Bear Flag in the Near Term
The technical structure adds another layer of urgency. BTC has been consolidating in a bear flag pattern for about 60 days, consistent with the duration of the previous bear flag, which lasted 54 days before eventually breaking down.
However, it’s worth noting that the declining volume during this pattern makes a rally less credible.
Daily volume on crypto exchanges has corrected to levels last seen during the FTX crash, indicating sentiment has plunged to historic lows.
In addition, with crude oil prices as the key signal, crude oil has tested resistance four times, and a breakout toward US$128 per barrel could have broad impacts on other risk assets, further pressuring BTC.
Institutional Flows and Waning Volatility
On the other hand, QCP Capital analysts said the market is increasingly starting to ignore Trump’s escalation pattern after four consecutive deadline extensions.
Crude oil prices are weakening, and stock futures remain stable, signaling that the risk of a sudden attack now feels less pressing.
Institutional demand is still positive.
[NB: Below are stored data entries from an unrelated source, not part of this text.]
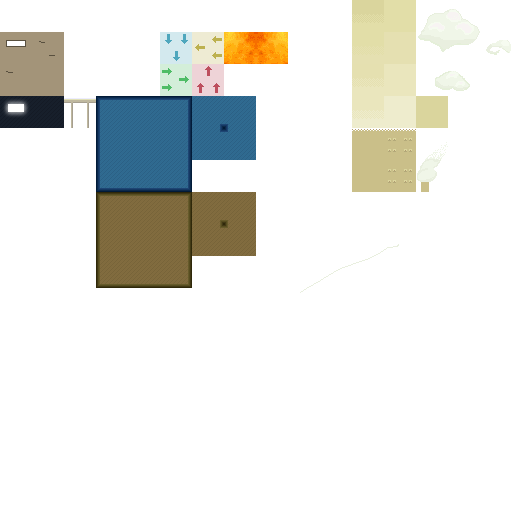
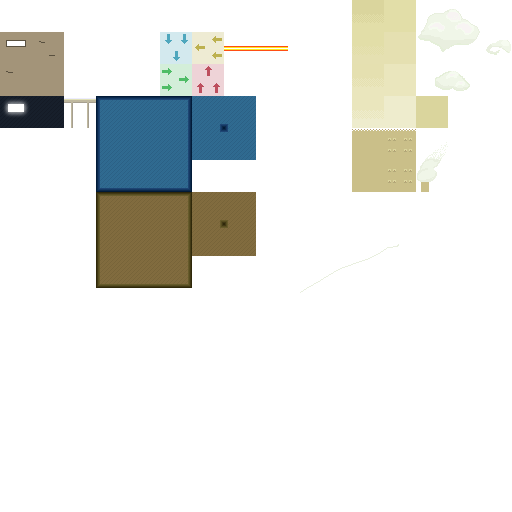
Revision of a layered 512×512 image; what changed, layer by layer:
renamed "Layer 8 copy 6" to "Layer 13 copy", showed it, moved it above "Layer 8 copy 7", painted on it over [224, 32, 288, 64]
hid "Layer 8 copy 7" over [224, 32, 256, 64]
hid "Layer 8 copy" over [256, 32, 288, 64]
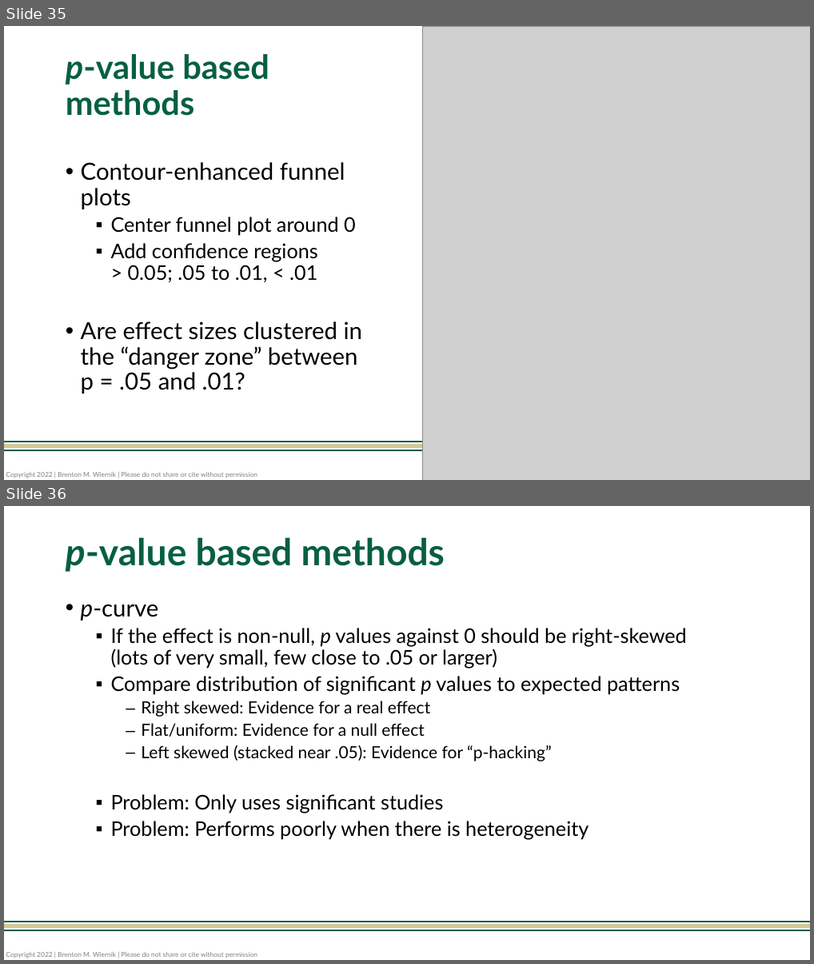
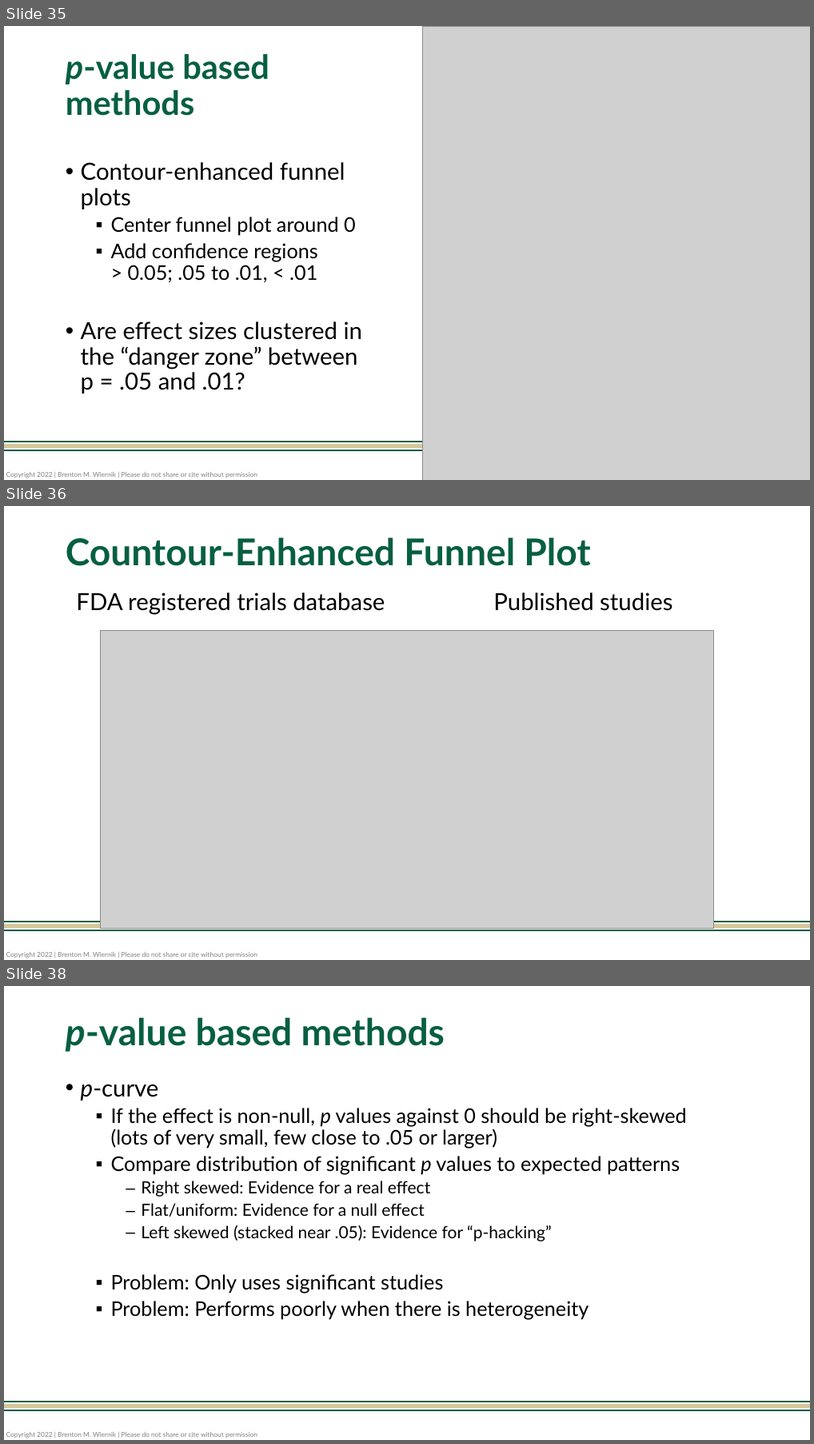
Before and after one commit to bwiernik/meta-workshop, a slide deck: slides/05_publication-bias.pptx. Shown one above the other, each under a label of ours: slides 35 and 36 before the commit, slides 35, 36 and 38 after it; the slides between them are not shown. The pictures are 814x964 and 814x1444 pixels, drawn with LibreOffice and Linux fonts; fonts in the diff are those of the drawing; grey boxes stand for pictures. Boxes give left, top, right and bottom in pixels: in the first picture for what was removed or moved away, otherwise in the second. Text is boxed around its words. In the diff, an @@ line names an element or a change of style, - is before the commit and + after.

```diff
--- a/slides/05_publication-bias.pptx
+++ b/slides/05_publication-bias.pptx
@@ slide 36 added at (4, 506, 810, 960), background #FFFFFF; not listed: 4 template elements that a slide beside it also shows @@
@@ title added at (66, 537, 590, 566), 44 pt, text #075F42, bold @@
+Countour-Enhanced Funnel Plot
@@ text added at (76, 592, 385, 615), 28 pt, text #000000 @@
+FDA registered trials database
@@ text added at (494, 592, 673, 611), 28 pt, text #000000 @@
+Published studies
@@ picture added at (100, 630, 714, 928) @@
@@ what was slide 36 is now slide 38 @@
```
Also in this commit, not shown: 1 slide changed, 1 other slide added, 4 other files.

The spot Bitcoin exchange-traded fund (ETF) recorded net inflows of US$1.32 billion in March, becoming the first positive month since October 2025, breaking four consecutive months of outflows.
MicroStrategy has also resumed accumulating BTC after a pause.
In options markets, implied volatility is hinted to have fallen to its lowest level since the conflict began on February 28. Meanwhile, skew has started to normalize again, indicating reduced demand for hedging amid geopolitical uncertainty that is still looming.
Polymarket data shows traders give only a 3% probability for a ceasefire before April 7, but it rises to 30% on April 30.
The report also reveals that Trump may delay the deadline again if a deal is close to being reached, adding yet another variable to a situation that is already binary.
Whether Tuesday brings an attack or another extension, BTC’s reaction will test whether the bottom-formation signals identified by Rodda can hold up amid geopolitical tensions and a bear flag whose time is almost up.